|Department of Public Information • News and Media Division • New York|
Press Conference by Chair of United Nations Permanent Forum on Indigenous Issues
The tenth session of the United Nations Permanent Forum on Indigenous Issues would give delegates an opportunity to review more than 200 recommendations made over the last decade in discussing such issues as the role of indigenous peoples in the sustainable development debate, Forum Chair Mirna Cunningham said at a Headquarters press conference today.
She said the Forum, which opened at Headquarters today, would move beyond a discussion of indigenous peoples’ right to water in the sense of access to safe drinking water and sanitation as it explored the link between water and other fundamental rights, such as territory and cultural and spiritual practices. It would explore how to wrap the indigenous perspective into the process leading up to “Rio+20”, the Fourth United Nations Conference on Sustainable Development, to be held in Brazil next June 2012, the implementation of the Nagoya Protocol, and the concept of green economy. The Nagoya Protocol on Access to Genetic Resources and the Fair and Equitable Sharing of Benefits Arising from their Utilization was adopted by the Conference of Parties to the Convention in Nagoya, Japan, last October.
The Forum’ two-week session will give more than 1,300 delegates a chance to analyse progress on recommendations made in three areas: economic and social development; the environment; and free, prior and informed consent. “There are still gaps between what we recommended and what has been implemented on the ground,” said Ms. Cunningham, an indigenous Miskita former member of the National Assembly in Nicaragua, where she also served as Minister for Health and Governor of the North Atlantic Coast. She is trained as a surgeon and teacher.
Accompanying her was Grand Chief Edward John, an indigenous leader from Canada, who recalled remarks by United Nations Secretary-General Ban-Ki moon at the Forum’s opening, stating that one indigenous language dies every two weeks.
“That is staggering,” said Chief John, noting that Government and United Nations officials frequently paid much attention to endangered plants or species. “But who says anything about an endangered language. I don’t know whether to cry in my heart or be mad about it. …when a language dies, a civilization dies.”

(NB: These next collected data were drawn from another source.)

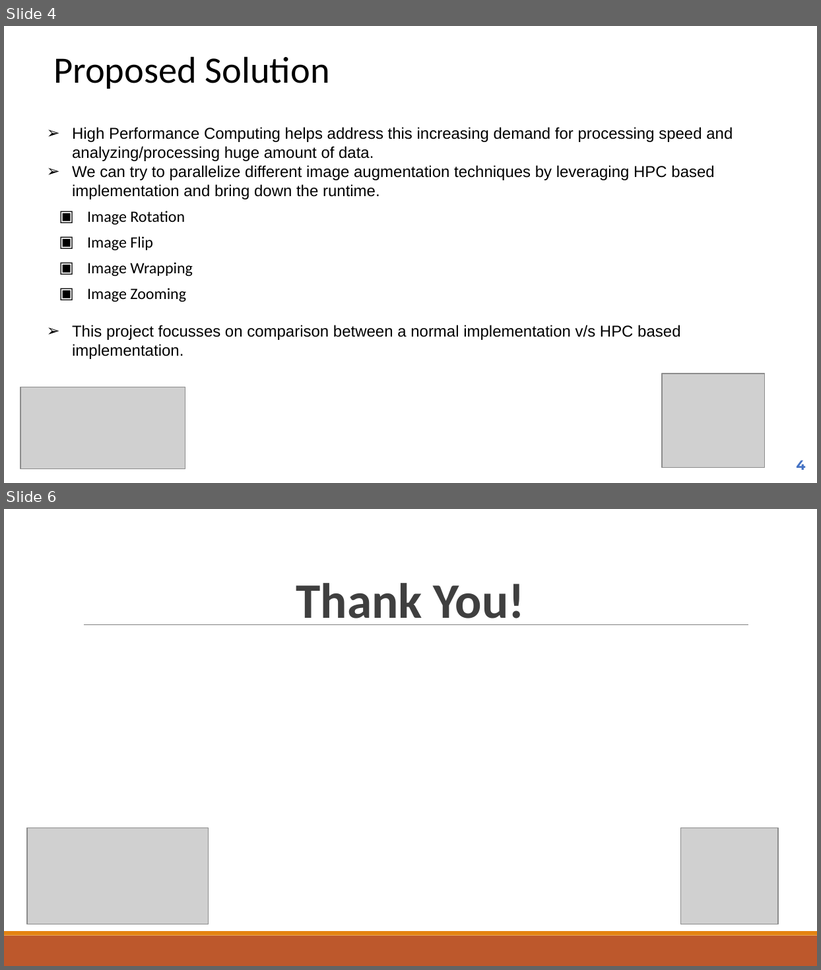
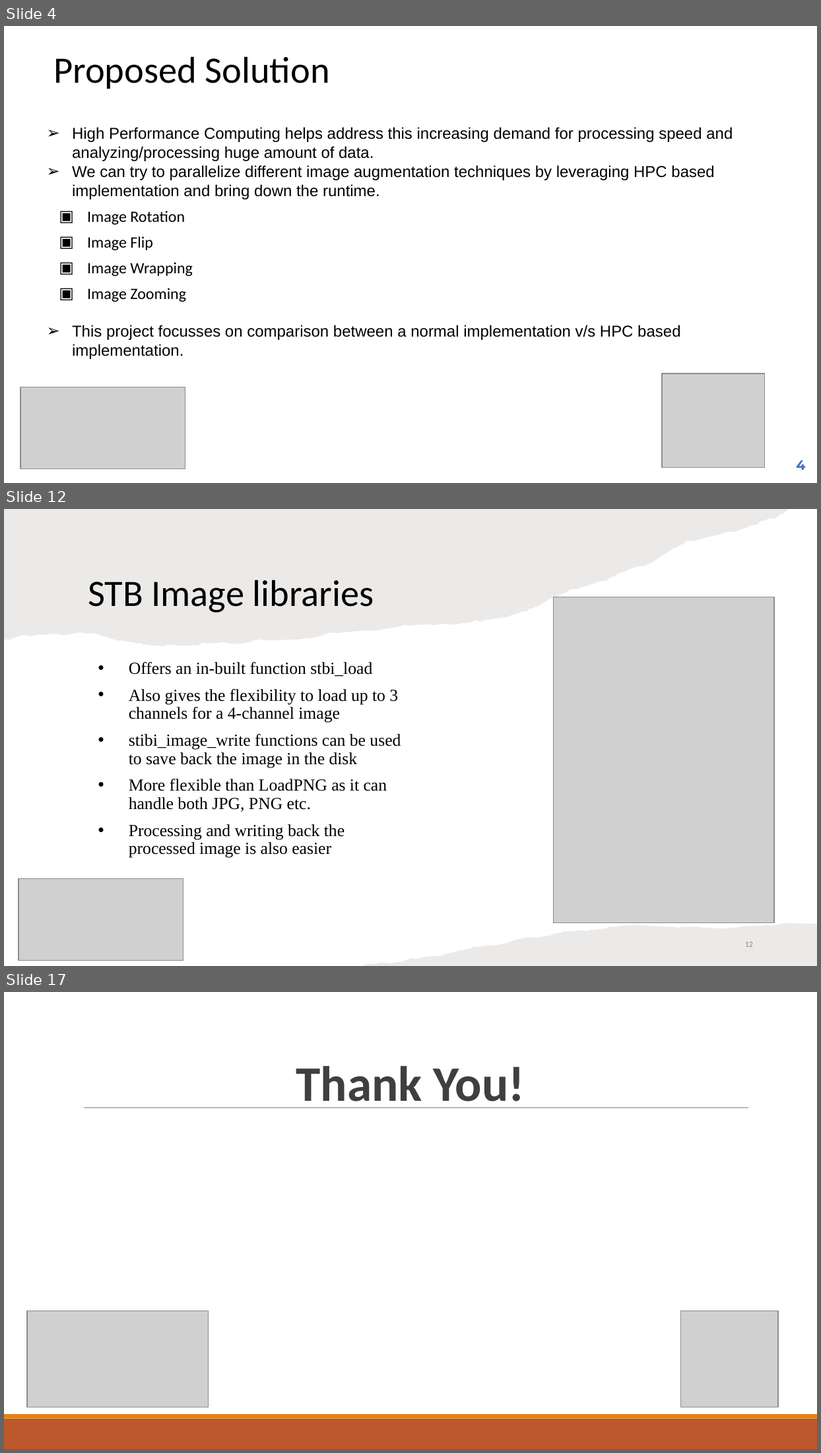
Before and after one commit to prakash90om/MLOps_Demo_hpc, a slide deck: doc/MLOps_HPC_Image_Processing_Presentation.pptx. Shown one above the other, each under a label of ours: slides 4 and 6 before the commit, slides 4, 12 and 17 after it; the slides between them are not shown. The pictures are 821x970 and 821x1453 pixels, drawn with LibreOffice and Linux fonts; fonts in the diff are those of the drawing; grey boxes stand for pictures. Boxes give left, top, right and bottom in pixels: in the first picture for what was removed or moved away, otherwise in the second. Text is boxed around its words. In the diff, an @@ line names an element or a change of style, - is before the commit and + after.

```diff
--- a/doc/MLOps_HPC_Image_Processing_Presentation.pptx
+++ b/doc/MLOps_HPC_Image_Processing_Presentation.pptx
@@ slide 12 added at (4, 509, 817, 966), background #FFFFFF @@
@@ freeform shape added at (4, 509, 789, 646), fill #82766A at 15% opacity @@
@@ title added at (88, 580, 374, 613), 33 pt, text #000000 @@
+STB Image libraries
@@ picture added at (554, 597, 775, 923) @@
@@ text added at (129, 662, 401, 858), 15 pt, text #000000 @@
+• Offers an in-built function stbi_load
+• Also gives the flexibility to load up to 3 channels for a 4-channel image
+• stibi_image_write functions can be used to save back the image in the disk
+• More flexible than LoadPNG as it can handle both JPG, PNG etc.
+• Processing and writing back the processed image is also easier
@@ picture added at (19, 879, 184, 961) @@
@@ freeform shape added at (362, 923, 817, 966), fill #82766A at 15% opacity @@
@@ page number added at (745, 942, 753, 947), 7 pt, text #888888 @@
+12
@@ what was slide 6 is now slide 17 @@
```
Also in this commit, not shown: 1 slide changed, 10 other slides added.

The Canadian Government allocated $6 million a year for languages, yet there were more than 600 indigenous communities speaking more than 50 languages, he said. They needed the governmental support that other important languages enjoyed, Chief John said, noting that the recommendations arrived at during each session of the Forum were only as good as the support behind them. “We need United Nations agencies to support us,” he added.
Chief John helped develop the Declaration on the Rights of Indigenous Peoples adopted by the General Assembly in September 2007. He is Hereditary Chief of the Tl’azt’en Nation, located on the banks of Stuart Lake in northern British Colombia.
In response to a question about Canada’s indigenous languages, he said language experts expected only three of them to survive in the coming years.
Ms. Cunningham added that there were more than 80 indigenous languages in Colombia, where an active campaign to communicate the importance of maintaining those languages was under way.
Ms. Cunningham said that with two side events on the green economy on the agenda for this year’s session, the Forum was working towards the development of a position paper for “Rio+20”, detailing how indigenous peoples could participate in the green economy. Both speakers agreed that free, prior and informed consent was an important concept because it gave indigenous peoples an opportunity to participate in the development of their land and resources by requiring their consent regarding its use.
Asked whether the numerous recommendations had sparked actual change and eased the Forum’s work, Ms. Cunningham said there had been concrete advances over the last decade in several United Nations agencies and at the country level, as in Nicaragua, for example. But the Forum still had to work “very hard” to make its recommendations heard, and it was not easy at the country level, she said. “The role of the Permanent Forum is to educate the United Nations system on how to work with indigenous people.”
Noting that indigenous peoples had worked for more than 25 years at the United Nations to have the world community accept its reality, Chief John said he recognized the progress achieved over the last decade. The Permanent Forum was a body of the Organization and there were now mechanisms for experts, such as the Special Rapporteur on the Rights of Indigenous Peoples. Additionally, indigenous peoples were now given access to States, as well as other United Nations bodies.
Yet there were still concerns, including those arising from efforts by some States to eliminate free, prior and informed consent in the area of intellectual property in respect of genetic resources. “Not so long ago the United Nations shut the door to us,” he recalled. “Now we can use the General Assembly Hall.”